Euro Falls as Portugal Looks More Like New Greece |
The euro is in retreat on Wednesday, as Portugal begins to look a lot more like Greece. At the moment, the euro lost 0.48% of its value against the U.S. dollar to trade around $1.4360. At the same time, the European currency surrendered even more value to the Japanese yen, falling 0.63% to ¥116.22.
The euro was hit hard as Moody's downgraded Portugal's debt to junk. The rating agency cited concerns that Portugal will find it harder to borrow money in open markets and will be, therefore, forced to ask for another bailout. Portugal was the third Eurozone member to be forced to ask for a bailout, after Greece and Ireland. Its government was forced to resign after it was unable to pass through the parliament another round of austerity cuts. It seems as if Moody's remains unconvinced that the new center-right government is more able and willing to push through difficult and unpopular reforms it views as essential in restoring market confidence in the troubled country.

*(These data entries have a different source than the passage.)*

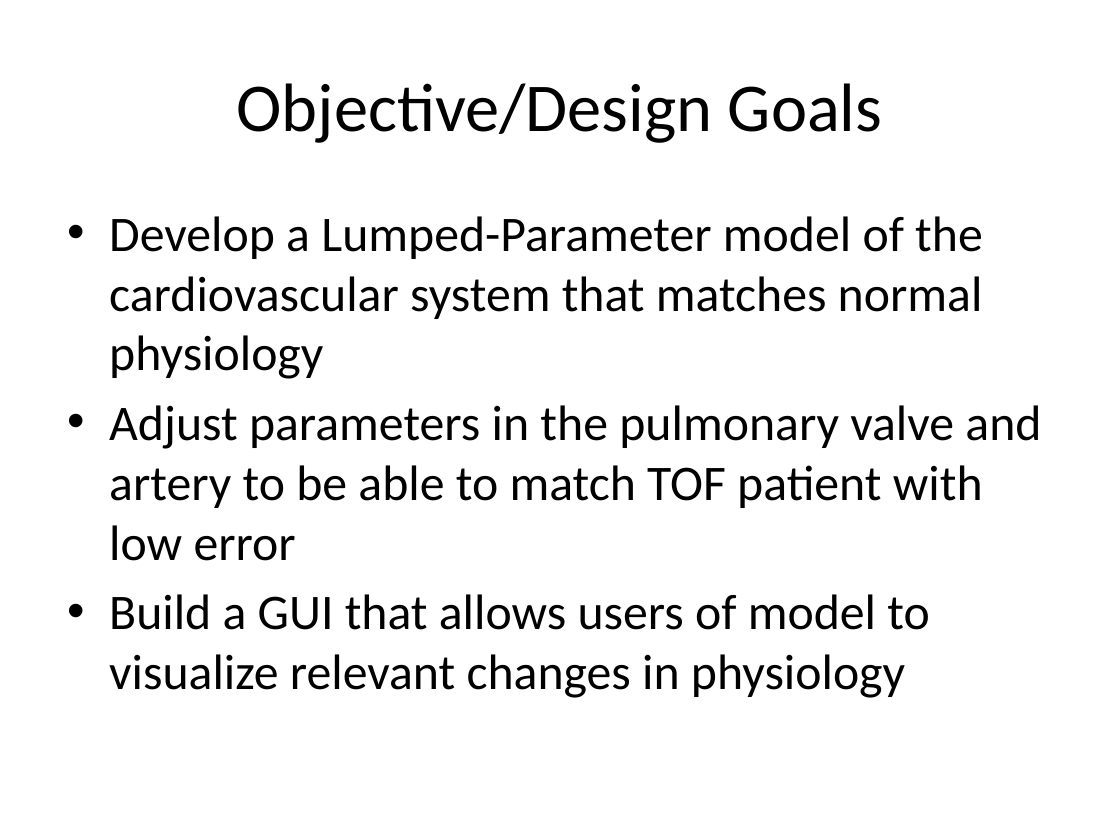
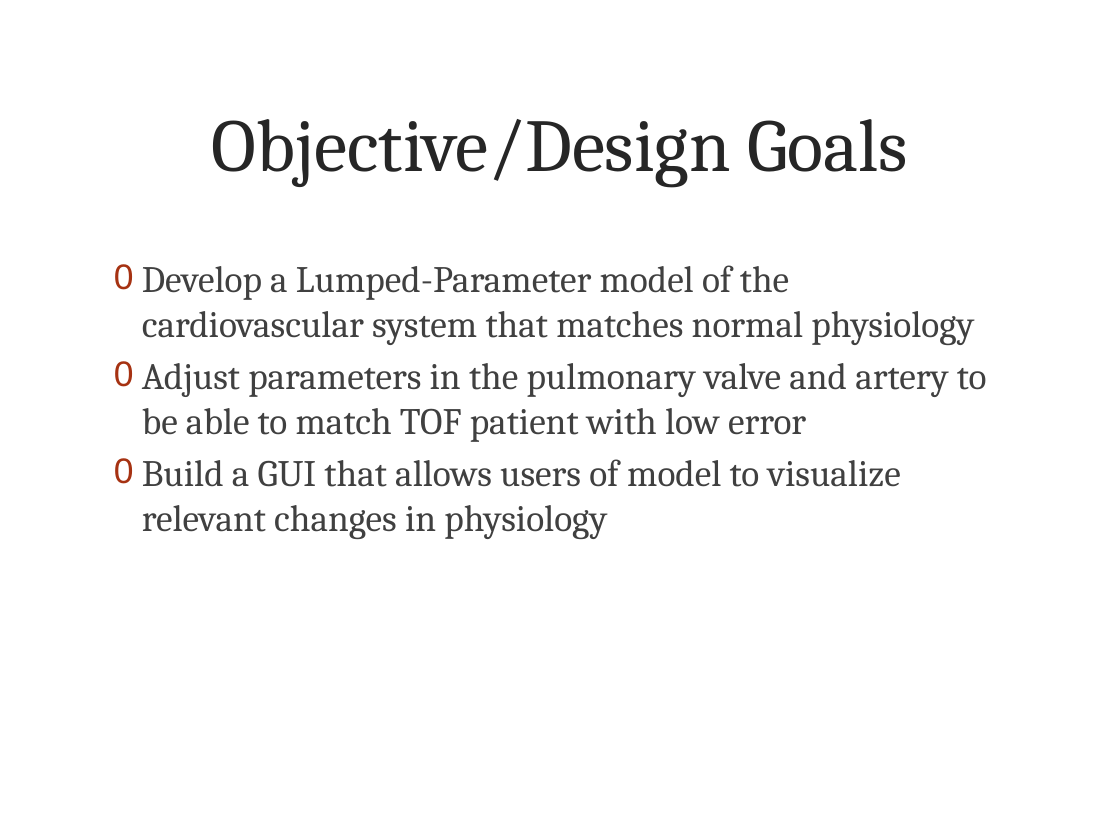
Before and after one commit to bshyong/MATLAB-Cardiovascular-Model-GUI, a slide deck: slide 3 of Final Presentation.pptx. Drawn at 1120x840 pixels with LibreOffice and Linux fonts; fonts in the diff are those of the drawing; background and template pictures are left out. Boxes give left, top, right and bottom in pixels: in the first picture for what was removed or moved away, otherwise in the second. Text is boxed around its words. In the diff, an @@ line names an element or a change of style, - is before the commit and + after.

```diff
--- a/Final Presentation.pptx
+++ b/Final Presentation.pptx
@@ title "Objective/Design Goals": place and size @@
-title "Objective/Design Goals" at [237, 83, 882, 143]
+title "Objective/Design Goals" at [212, 119, 908, 187]
@@ title "Objective/Design Goals" at [212, 119, 908, 187]: size 44 to 48 pt, font Calibri to Cambria, text colour #000000 to #262626 @@
@@ text "Develop a Lumped-Parameter model of ...": place and size @@
-text "Develop a Lumped-Parameter model of ..." at [109, 216, 1041, 698]
+text "Develop a Lumped-Parameter model of ..." at [142, 265, 987, 539]
@@ text "Develop a Lumped-Parameter model of ..." at [142, 265, 987, 539]: size 32 to 24 pt, font Calibri to Cambria, text colour #000000 to #404040; bullet • to 0; less space between paragraphs @@
```
Also in this commit, not shown: 5 other slides changed, 2 slides added, 2 slides removed, 2 other files.

It seems as if the Greek scenario is repeating itself. With the new credit rating set at junk, it seems inevitable that the borrowing costs for Portugal are set to rise. Depending on the size of borrowing costs, it might not take long before Portugal finds itself unable to borrow money in open markets, just like Greece was prior to the second bailout, and demand more help from other Eurozone members. So far, Fitch and S&P still maintain their rating on Portugal above junk status. It remains to be seen for how long, however.
Markets might be increasingly worried about Spain as well. If Portugal is forced to ask for another bailout, the pressure will mount on Spain to ask for its first bailout. Domino effect will then very likely keep rolling to push Italy and Belgium into debt crisis. Bailing out Spain would be a difficult pill to swallow for the Europeans, however, as Spain is twice the size of Greece, Portugal and Ireland combined.
Investors will be even more worried about Spain following today's industrial production data. According to the statistical office INE, Spain's industrial production declined by 0.4% in May, compared to a year earlier. It is a significant improvement from April's -1.5%, but analysts had expected the May value to be the same as the year before. This represent the third month in a row of falling industrial production. The Spanish recovery remains fragile, it seems, which will hurt the government's tax revenues and its plans to cut its budget deficit.
To make matters worse for Portugal and Spain, there is a mounting opposition to more bailouts in the Eurozone center, and nowhere as much as in Germany. A number of dissidents have appealed to Germany's Constitutional Court, the highest legal instance in the country, that the bailouts for troubled Eurozone members violates certain constitutional provisions. German Chancellor Angela Merkel has already suffered election setbacks due to Germany's unpopular participation in various bailouts. It might be the case that in order for Germany to join the next bailout, Chancellor Merkel might demand even more sacrifice from the debt ridden countries. This approach might backfire and cause anarchy in the bailout-seeking countries, much like in Greece.
Action Items
Bullish: There is just too much at stake for Germany and other members of the Eurozone to let Greece, Portugal or any other country leave the Eurozone. As a result, the Eurozone will defend its weakest members until the last dime. Traders who think the Eurozone will be able to find a solution for the debt crisis in the Eurozone will be interested in:
• CurrencyShares Euro Trust ETF (NYSE: FXE) is a long euro play. FXE is likely to rise if the euro appreciates.
• Market Vectors Double Long Euro ETN (NYSE: URR) is another long euro play. URR is likely to rise more than FXE, however, should the euro appreciate.
Bearish: The situation in the Eurozone does not look good. Bailouts are becoming increasingly unpopular in both the borrowing and lending countries.